93 I reject the Minister's contention that, in any event, all substantive submissions made on behalf of the appellant were considered and determined by the Tribunal in [66]-[69] of its statement of decision and reasons (those paragraphs are set out in [13] above). In my view, the relevant submissions are not addressed in those paragraphs, either explicitly or implicitly. In circumstances where, as I have found, the Tribunal failed accurately to summarise the appellant's submissions in [61] of its reasons, it is perhaps not unsurprising that it then failed to address, consider and determine all submissions of substance later in its reasons. The Tribunal's attention seems to have been diverted by its inadequate appreciation of various substantive matters which were squarely raised by the appellant in direct response to the Tribunal's stated concerns regarding his credibility.

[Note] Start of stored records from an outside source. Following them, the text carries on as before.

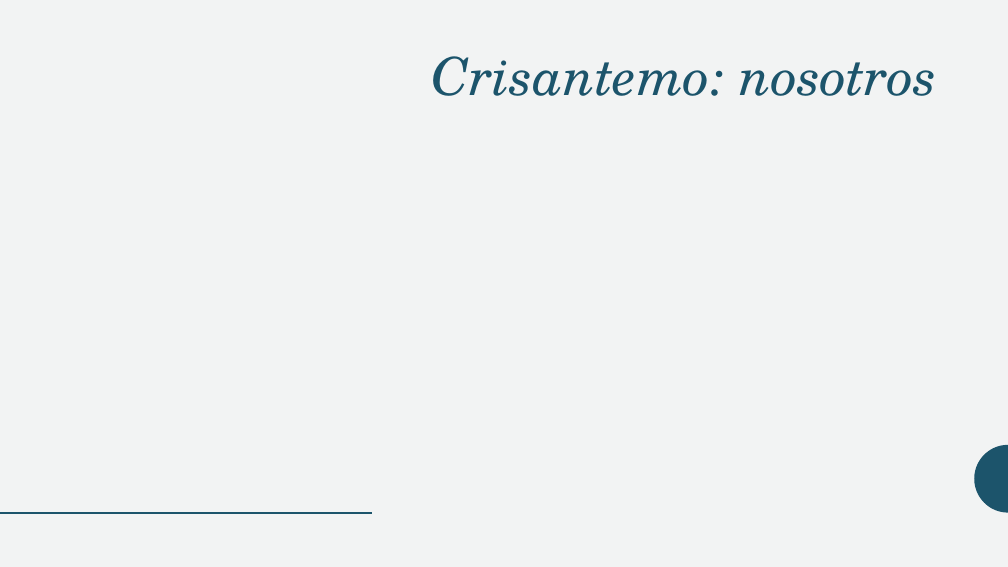
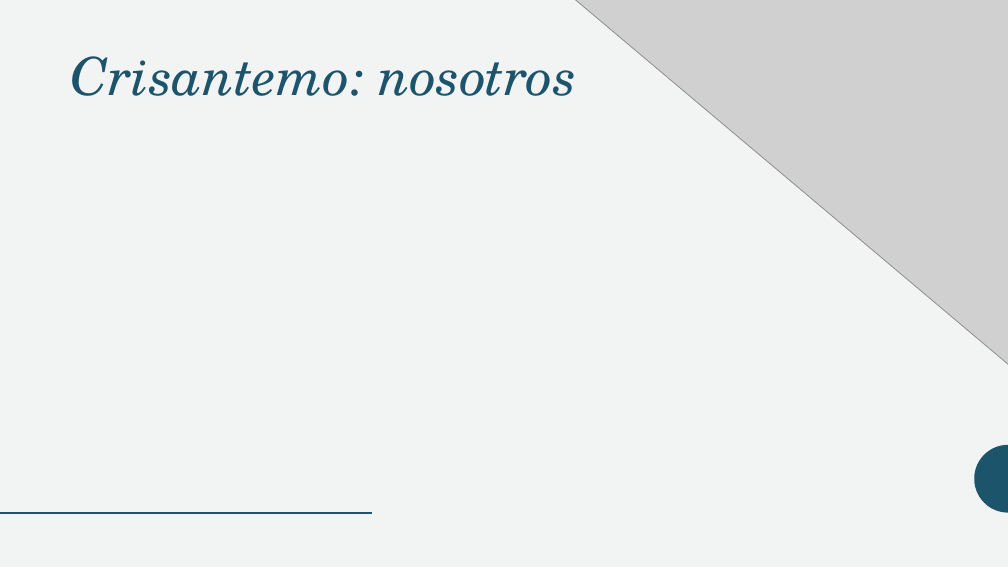
Before and after one commit to Sjgu1/administration, a slide deck: slide 4 of presentacion1.pptx. Drawn at 1008x567 pixels with LibreOffice and Linux fonts; fonts in the diff are those of the drawing; grey boxes stand for pictures. Boxes give left, top, right and bottom in pixels: in the first picture for what was removed or moved away, otherwise in the second. Text is boxed around its words. In the diff, an @@ line names an element or a change of style, - is before the commit and + after.

Commit message:
presentación: scrum, sin terminar

```diff
--- a/presentacion1.pptx
+++ b/presentacion1.pptx
@@ picture added at <box>571,0,1008,397</box> @@
@@ title "Crisantemo: nosotros" at <box>71,56,576,96</box>: alignment right to left @@
```
Also in this commit, not shown: 1 other file.
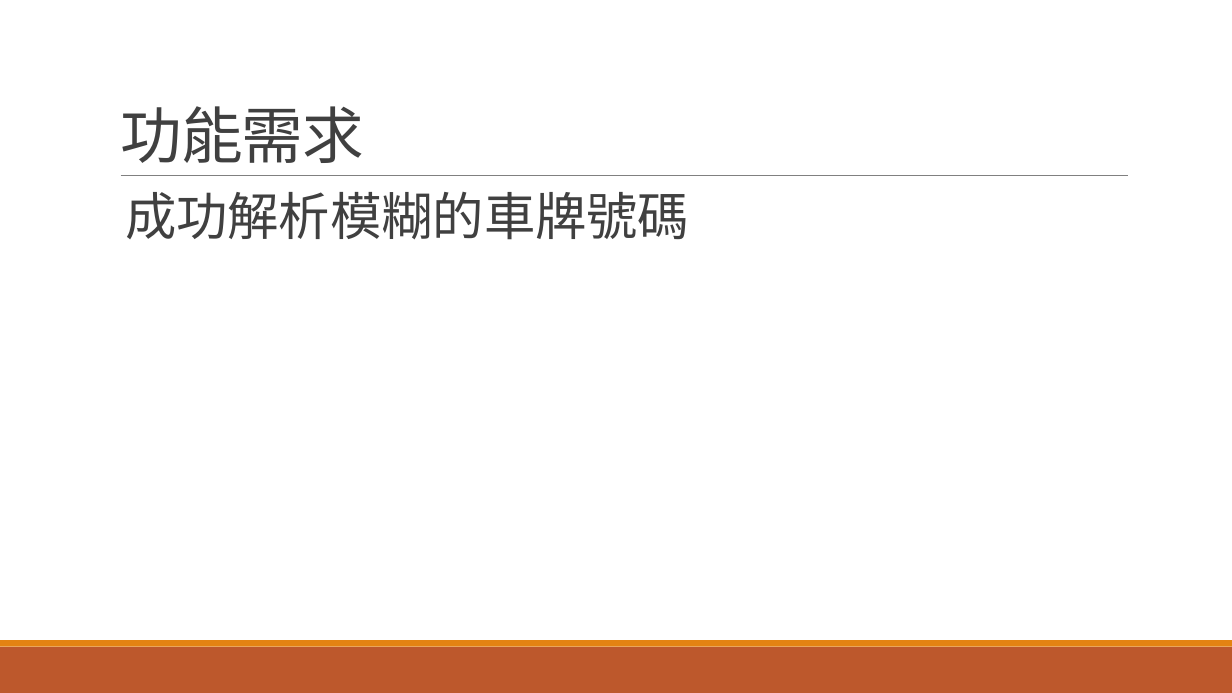
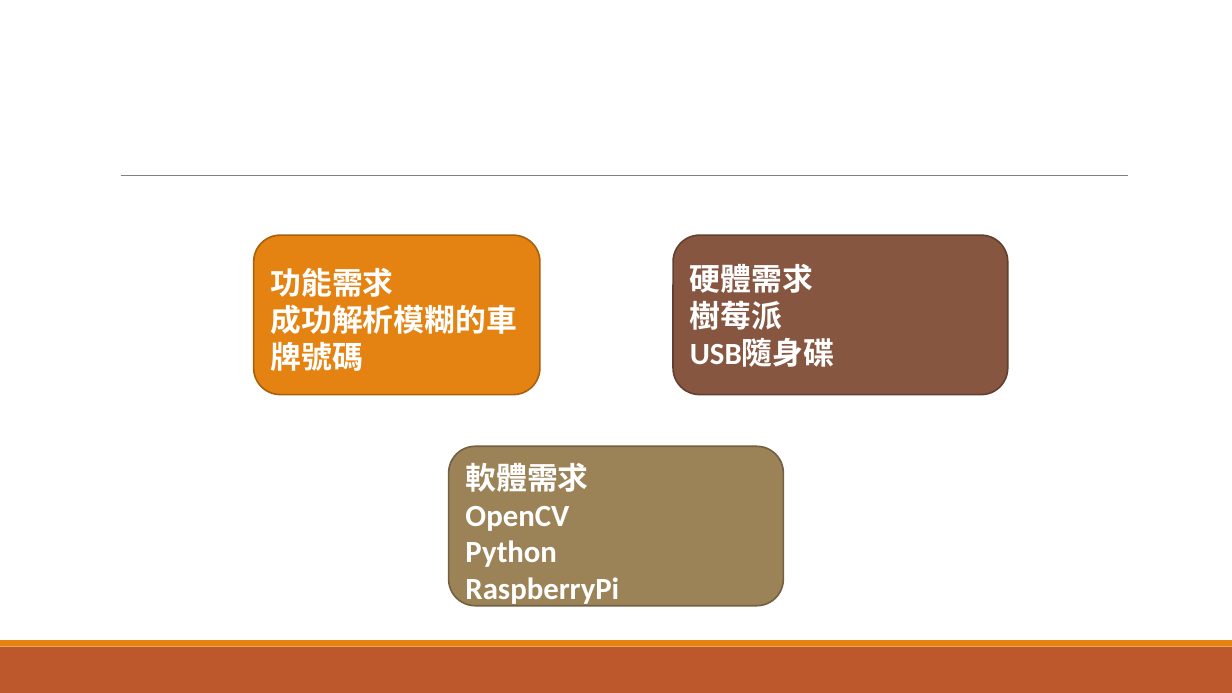
Before and after one commit to justin443/EmbeddedImageProcessing, a slide deck: slide 3 of 期中報告/F109112131_王上瑀_期中報告.pptx. Drawn at 1232x693 pixels with LibreOffice and Linux fonts; fonts in the diff are those of the drawing. Boxes give left, top, right and bottom in pixels: in the first picture for what was removed or moved away, otherwise in the second. Text is boxed around its words. In the diff, an @@ line names an element or a change of style, - is before the commit and + after.

```diff
--- a/期中報告/F109112131_王上瑀_期中報告.pptx
+++ b/期中報告/F109112131_王上瑀_期中報告.pptx
@@ title removed at box(120, 106, 364, 163) @@
-功能需求
@@ rounded rectangle "功能需求": place and size @@
-rounded rectangle "功能需求" at box(125, 192, 689, 240)
+rounded rectangle "功能需求" at box(254, 235, 541, 395)
@@ rounded rectangle "功能需求" at box(254, 235, 541, 395): vertical alignment top to middle; fill none to #E48312; outline none to #A9610D 1.25 pt @@
@@ rounded rectangle added at box(673, 235, 1007, 395), fill #865640, outline #63402F 1.25 pt, 24 pt, text #FFFFFF, bold @@
+硬體需求
+樹莓派
+USB隨身碟
@@ text in rounded rectangle at box(271, 268, 394, 297): paragraph added @@
+功能需求
@@ text in rounded rectangle at box(271, 304, 517, 371): size 40 to 24 pt, text colour #404040 to #FFFFFF, bold on in "成功解析模糊的車牌號碼"; bullet   to none; line spacing 0.9 to 1; less space between paragraphs @@
@@ rounded rectangle added at box(449, 446, 784, 606), fill #9B8357, outline #736140 1.25 pt, 24 pt, text #FFFFFF, bold @@
+軟體需求
+OpenCV
+Python
+RaspberryPi
```
Also in this commit, not shown: 1 other slide changed.

94 Nor do I accept that the relevant submissions were implicitly considered and rejected by the Tribunal in [69] when it described the appellant's evidence regarding the CID officer as "vague and superficial". The fundamental point is that the appellant had put forward various submissions of apparent cogency in explaining why his knowledge of the CID officer's identity and personal details was so limited, but the Tribunal did not consider those submissions. It is no answer to say that there was no requirement to evaluate these submissions because of the Tribunal's overall conclusion that the appellant's evidence was "vague and superficial". The appellant's submissions sought to explain the state of his evidence and why he was unable to be more specific in identifying the CID officer. In my view, those submissions had to be addressed.
95 In my opinion, the Tribunal's failure to consider and determine these relevant submissions of substance constitutes a constructive failure to exercise its jurisdiction of reviewing the delegate's decision. It also constitutes procedural unfairness. Both errors amount to jurisdictional error in the circumstances of this case.